The atmosphere at Tribes in the last days and hours was a mix of nostalgia, defiance, grief and pride, all crowned by a potent sense of fraternity. Tribes as we knew it has undergone a sea change, but the community it served lives on, as does the one and only Mr. Steve Cannon. His is a legacy of love — built not on what he did for himself but what he did for others.
Jeff Wright
Cannon is the L.E.S.
To The Editor:
Re “Steve has left the building, but takes a piece of it” (news article, April 17):
I am a former back-room tenant of Steve’s. I lived there in the winter of ’93. Later on, I would send friends. Amiri Baraka would stop by. I met Max Roach on the front steps, as he was a friend.

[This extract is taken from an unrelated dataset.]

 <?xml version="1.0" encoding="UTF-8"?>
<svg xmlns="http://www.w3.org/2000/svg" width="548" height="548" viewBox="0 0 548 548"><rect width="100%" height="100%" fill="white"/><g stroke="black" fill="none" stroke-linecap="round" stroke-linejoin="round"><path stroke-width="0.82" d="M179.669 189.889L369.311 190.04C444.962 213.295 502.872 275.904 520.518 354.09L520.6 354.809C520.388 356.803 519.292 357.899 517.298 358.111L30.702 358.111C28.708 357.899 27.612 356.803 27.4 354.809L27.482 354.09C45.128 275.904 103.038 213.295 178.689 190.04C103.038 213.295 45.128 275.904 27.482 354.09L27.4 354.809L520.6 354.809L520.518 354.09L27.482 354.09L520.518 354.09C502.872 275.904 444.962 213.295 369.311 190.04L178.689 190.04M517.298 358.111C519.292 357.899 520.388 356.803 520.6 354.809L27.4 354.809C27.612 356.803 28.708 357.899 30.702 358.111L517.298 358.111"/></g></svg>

Bob Holman and Steve held poetry workshops on the third floor, among them Reggie Gaines.
I’m sure “Bring in ’da Noise, Bring in ’da Funk” got its start in those workshops. Jim Jarmusch would come by and grace us with his cagey cowboy glare. This house has seen nearly every significant New York cultural figure pass by at one time or another since the ’60s. Steve’s house was a cultural institution.
After the fire, I plastered the stairwell, tore down the plaster-and-horsehair roof in the back gallery. We all pitched in. Every night was full of talk, and I got my first real cultural and cosmopolitan education.
Now, of course, the building is a real estate opportunity in an increasingly high-toned market, and nobody cares. Shame on you, Zhang. Another classic case of money-grubbers using their tight-assed legalese and standards of decency to evict any real vibrancy out of the Lower East Side.
Steve Cannon is the Lower East Side, and Steve Cannon is New York City.
David Jager
A retail red herring
To The Editor:
Re “Too small to let fail: Helping local mom-and-pops” (talking point, by David Gruber, May 1):
Villager readers, do not be fooled by this talking point piece. This was written to hide the only real solution to stop the closing of small businesses — the 25-year-old bill bottled up in the City Council and never allowed a vote by the full Council, the Small Business Jobs Survival Act.
Business owners know that the problem centers on when their leases expire and that they have zero rights to negotiate the new terms or to even say if they can stay in business. The solution to stopping businesses from closing is simple: Give the tenants equal rights with the landlords to negotiate fair terms, and if they can’t agree, then an arbitrator will decide. The real estate industry wants government-controlled programs and regulations because real estate, through its massive campaign contributions, controls our government.